- _GIVEN INFORMATION_:
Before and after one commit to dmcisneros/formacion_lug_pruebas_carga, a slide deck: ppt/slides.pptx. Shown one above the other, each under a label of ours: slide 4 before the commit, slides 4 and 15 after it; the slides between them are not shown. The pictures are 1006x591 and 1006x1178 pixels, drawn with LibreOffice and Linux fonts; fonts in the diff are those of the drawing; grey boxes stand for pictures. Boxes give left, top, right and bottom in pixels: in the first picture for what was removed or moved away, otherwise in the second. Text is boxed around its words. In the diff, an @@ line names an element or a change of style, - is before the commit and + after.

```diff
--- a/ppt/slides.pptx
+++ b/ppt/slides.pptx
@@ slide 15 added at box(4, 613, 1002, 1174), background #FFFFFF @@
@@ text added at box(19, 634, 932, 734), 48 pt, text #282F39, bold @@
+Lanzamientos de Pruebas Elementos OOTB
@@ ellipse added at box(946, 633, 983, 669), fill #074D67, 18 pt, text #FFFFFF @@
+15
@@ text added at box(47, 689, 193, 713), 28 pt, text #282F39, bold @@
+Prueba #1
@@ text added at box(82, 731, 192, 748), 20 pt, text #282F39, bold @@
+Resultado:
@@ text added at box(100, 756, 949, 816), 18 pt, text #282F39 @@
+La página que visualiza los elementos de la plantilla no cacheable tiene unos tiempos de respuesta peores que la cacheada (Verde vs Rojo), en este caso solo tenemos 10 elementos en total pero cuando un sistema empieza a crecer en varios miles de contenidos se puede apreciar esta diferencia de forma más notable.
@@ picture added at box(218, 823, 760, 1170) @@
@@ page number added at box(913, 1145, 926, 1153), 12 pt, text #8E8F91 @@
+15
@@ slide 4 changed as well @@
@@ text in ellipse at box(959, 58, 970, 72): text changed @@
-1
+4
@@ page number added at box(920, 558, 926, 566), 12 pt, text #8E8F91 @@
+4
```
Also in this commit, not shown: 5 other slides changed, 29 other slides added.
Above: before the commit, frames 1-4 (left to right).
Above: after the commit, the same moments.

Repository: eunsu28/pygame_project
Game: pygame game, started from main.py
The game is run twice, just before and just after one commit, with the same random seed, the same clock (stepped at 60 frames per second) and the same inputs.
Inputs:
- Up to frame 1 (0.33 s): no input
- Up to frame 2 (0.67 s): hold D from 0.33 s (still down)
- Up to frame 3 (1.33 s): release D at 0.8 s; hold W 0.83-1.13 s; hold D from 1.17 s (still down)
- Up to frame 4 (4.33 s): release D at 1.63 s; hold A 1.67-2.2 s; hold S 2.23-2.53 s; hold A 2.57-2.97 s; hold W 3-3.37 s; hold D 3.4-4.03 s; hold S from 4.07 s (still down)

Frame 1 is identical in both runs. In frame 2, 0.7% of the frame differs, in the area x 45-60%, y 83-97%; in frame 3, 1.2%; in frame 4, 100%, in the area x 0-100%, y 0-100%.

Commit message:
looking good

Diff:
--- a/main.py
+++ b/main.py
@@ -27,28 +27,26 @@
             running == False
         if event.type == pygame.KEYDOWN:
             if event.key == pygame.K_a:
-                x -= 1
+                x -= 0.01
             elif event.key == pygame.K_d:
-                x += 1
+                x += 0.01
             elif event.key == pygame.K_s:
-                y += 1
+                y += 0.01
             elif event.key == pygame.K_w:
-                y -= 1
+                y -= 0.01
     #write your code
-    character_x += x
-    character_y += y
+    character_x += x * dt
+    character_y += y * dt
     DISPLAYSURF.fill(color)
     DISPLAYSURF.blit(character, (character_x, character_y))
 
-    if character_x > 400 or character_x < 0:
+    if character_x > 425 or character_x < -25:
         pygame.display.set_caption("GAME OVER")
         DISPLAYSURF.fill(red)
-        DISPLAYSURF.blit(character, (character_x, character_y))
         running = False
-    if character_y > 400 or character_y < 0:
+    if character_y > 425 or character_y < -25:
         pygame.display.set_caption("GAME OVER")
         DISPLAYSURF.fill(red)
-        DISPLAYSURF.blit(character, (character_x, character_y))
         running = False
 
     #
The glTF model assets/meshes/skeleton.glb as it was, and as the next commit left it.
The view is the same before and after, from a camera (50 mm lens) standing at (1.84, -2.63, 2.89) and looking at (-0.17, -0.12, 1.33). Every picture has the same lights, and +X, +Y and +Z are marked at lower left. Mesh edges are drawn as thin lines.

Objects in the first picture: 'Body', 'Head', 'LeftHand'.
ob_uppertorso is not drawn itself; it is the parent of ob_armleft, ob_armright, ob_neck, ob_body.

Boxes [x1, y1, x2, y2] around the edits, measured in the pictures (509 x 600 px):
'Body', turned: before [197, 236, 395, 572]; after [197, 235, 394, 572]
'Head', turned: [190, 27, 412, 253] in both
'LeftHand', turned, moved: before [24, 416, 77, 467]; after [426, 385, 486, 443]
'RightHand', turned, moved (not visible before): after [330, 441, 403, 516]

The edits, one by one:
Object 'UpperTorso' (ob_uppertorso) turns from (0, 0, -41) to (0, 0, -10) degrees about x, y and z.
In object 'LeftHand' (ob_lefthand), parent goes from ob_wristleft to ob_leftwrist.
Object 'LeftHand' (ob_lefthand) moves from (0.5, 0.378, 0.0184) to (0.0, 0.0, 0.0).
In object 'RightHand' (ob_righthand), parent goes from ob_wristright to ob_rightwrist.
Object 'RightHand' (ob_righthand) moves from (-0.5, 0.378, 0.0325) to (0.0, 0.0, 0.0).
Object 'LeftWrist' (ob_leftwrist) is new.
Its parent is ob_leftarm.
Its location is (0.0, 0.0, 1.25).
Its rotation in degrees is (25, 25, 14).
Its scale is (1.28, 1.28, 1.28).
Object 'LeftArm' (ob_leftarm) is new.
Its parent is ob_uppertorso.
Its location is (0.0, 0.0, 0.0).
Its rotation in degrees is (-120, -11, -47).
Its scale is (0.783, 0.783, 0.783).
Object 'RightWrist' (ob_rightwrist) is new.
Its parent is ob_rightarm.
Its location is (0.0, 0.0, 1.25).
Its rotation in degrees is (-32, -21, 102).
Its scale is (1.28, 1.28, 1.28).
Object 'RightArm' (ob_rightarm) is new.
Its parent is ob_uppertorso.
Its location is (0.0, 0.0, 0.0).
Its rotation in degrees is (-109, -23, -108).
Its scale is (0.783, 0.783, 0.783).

- _WORK INSTRUCTIONS_: Every line in the material must be retyped exactly, with none omitted.

- _ANSWER TO THIS EXERCISE_:
Before and after one commit to dmcisneros/formacion_lug_pruebas_carga, a slide deck: ppt/slides.pptx. Shown one above the other, each under a label of ours: slide 4 before the commit, slides 4 and 15 after it; the slides between them are not shown. The pictures are 1006x591 and 1006x1178 pixels, drawn with LibreOffice and Linux fonts; fonts in the diff are those of the drawing; grey boxes stand for pictures. Boxes give left, top, right and bottom in pixels: in the first picture for what was removed or moved away, otherwise in the second. Text is boxed around its words. In the diff, an @@ line names an element or a change of style, - is before the commit and + after.

```diff
--- a/ppt/slides.pptx
+++ b/ppt/slides.pptx
@@ slide 15 added at box(4, 613, 1002, 1174), background #FFFFFF @@
@@ text added at box(19, 634, 932, 734), 48 pt, text #282F39, bold @@
+Lanzamientos de Pruebas Elementos OOTB
@@ ellipse added at box(946, 633, 983, 669), fill #074D67, 18 pt, text #FFFFFF @@
+15
@@ text added at box(47, 689, 193, 713), 28 pt, text #282F39, bold @@
+Prueba #1
@@ text added at box(82, 731, 192, 748), 20 pt, text #282F39, bold @@
+Resultado:
@@ text added at box(100, 756, 949, 816), 18 pt, text #282F39 @@
+La página que visualiza los elementos de la plantilla no cacheable tiene unos tiempos de respuesta peores que la cacheada (Verde vs Rojo), en este caso solo tenemos 10 elementos en total pero cuando un sistema empieza a crecer en varios miles de contenidos se puede apreciar esta diferencia de forma más notable.
@@ picture added at box(218, 823, 760, 1170) @@
@@ page number added at box(913, 1145, 926, 1153), 12 pt, text #8E8F91 @@
+15
@@ slide 4 changed as well @@
@@ text in ellipse at box(959, 58, 970, 72): text changed @@
-1
+4
@@ page number added at box(920, 558, 926, 566), 12 pt, text #8E8F91 @@
+4
```
Also in this commit, not shown: 5 other slides changed, 29 other slides added.
Above: before the commit, frames 1-4 (left to right).
Above: after the commit, the same moments.

Repository: eunsu28/pygame_project
Game: pygame game, started from main.py
The game is run twice, just before and just after one commit, with the same random seed, the same clock (stepped at 60 frames per second) and the same inputs.
Inputs:
- Up to frame 1 (0.33 s): no input
- Up to frame 2 (0.67 s): hold D from 0.33 s (still down)
- Up to frame 3 (1.33 s): release D at 0.8 s; hold W 0.83-1.13 s; hold D from 1.17 s (still down)
- Up to frame 4 (4.33 s): release D at 1.63 s; hold A 1.67-2.2 s; hold S 2.23-2.53 s; hold A 2.57-2.97 s; hold W 3-3.37 s; hold D 3.4-4.03 s; hold S from 4.07 s (still down)

Frame 1 is identical in both runs. In frame 2, 0.7% of the frame differs, in the area x 45-60%, y 83-97%; in frame 3, 1.2%; in frame 4, 100%, in the area x 0-100%, y 0-100%.

Commit message:
looking good

Diff:
--- a/main.py
+++ b/main.py
@@ -27,28 +27,26 @@
             running == False
         if event.type == pygame.KEYDOWN:
             if event.key == pygame.K_a:
-                x -= 1
+                x -= 0.01
             elif event.key == pygame.K_d:
-                x += 1
+                x += 0.01
             elif event.key == pygame.K_s:
-                y += 1
+                y += 0.01
             elif event.key == pygame.K_w:
-                y -= 1
+                y -= 0.01
     #write your code
-    character_x += x
-    character_y += y
+    character_x += x * dt
+    character_y += y * dt
     DISPLAYSURF.fill(color)
     DISPLAYSURF.blit(character, (character_x, character_y))
 
-    if character_x > 400 or character_x < 0:
+    if character_x > 425 or character_x < -25:
         pygame.display.set_caption("GAME OVER")
         DISPLAYSURF.fill(red)
-        DISPLAYSURF.blit(character, (character_x, character_y))
         running = False
-    if character_y > 400 or character_y < 0:
+    if character_y > 425 or character_y < -25:
         pygame.display.set_caption("GAME OVER")
         DISPLAYSURF.fill(red)
-        DISPLAYSURF.blit(character, (character_x, character_y))
         running = False
 
     #
The glTF model assets/meshes/skeleton.glb as it was, and as the next commit left it.
The view is the same before and after, from a camera (50 mm lens) standing at (1.84, -2.63, 2.89) and looking at (-0.17, -0.12, 1.33). Every picture has the same lights, and +X, +Y and +Z are marked at lower left. Mesh edges are drawn as thin lines.

Objects in the first picture: 'Body', 'Head', 'LeftHand'.
ob_uppertorso is not drawn itself; it is the parent of ob_armleft, ob_armright, ob_neck, ob_body.

Boxes [x1, y1, x2, y2] around the edits, measured in the pictures (509 x 600 px):
'Body', turned: before [197, 236, 395, 572]; after [197, 235, 394, 572]
'Head', turned: [190, 27, 412, 253] in both
'LeftHand', turned, moved: before [24, 416, 77, 467]; after [426, 385, 486, 443]
'RightHand', turned, moved (not visible before): after [330, 441, 403, 516]

The edits, one by one:
Object 'UpperTorso' (ob_uppertorso) turns from (0, 0, -41) to (0, 0, -10) degrees about x, y and z.
In object 'LeftHand' (ob_lefthand), parent goes from ob_wristleft to ob_leftwrist.
Object 'LeftHand' (ob_lefthand) moves from (0.5, 0.378, 0.0184) to (0.0, 0.0, 0.0).
In object 'RightHand' (ob_righthand), parent goes from ob_wristright to ob_rightwrist.
Object 'RightHand' (ob_righthand) moves from (-0.5, 0.378, 0.0325) to (0.0, 0.0, 0.0).
Object 'LeftWrist' (ob_leftwrist) is new.
Its parent is ob_leftarm.
Its location is (0.0, 0.0, 1.25).
Its rotation in degrees is (25, 25, 14).
Its scale is (1.28, 1.28, 1.28).
Object 'LeftArm' (ob_leftarm) is new.
Its parent is ob_uppertorso.
Its location is (0.0, 0.0, 0.0).
Its rotation in degrees is (-120, -11, -47).
Its scale is (0.783, 0.783, 0.783).
Object 'RightWrist' (ob_rightwrist) is new.
Its parent is ob_rightarm.
Its location is (0.0, 0.0, 1.25).
Its rotation in degrees is (-32, -21, 102).
Its scale is (1.28, 1.28, 1.28).
Object 'RightArm' (ob_rightarm) is new.
Its parent is ob_uppertorso.
Its location is (0.0, 0.0, 0.0).
Its rotation in degrees is (-109, -23, -108).
Its scale is (0.783, 0.783, 0.783).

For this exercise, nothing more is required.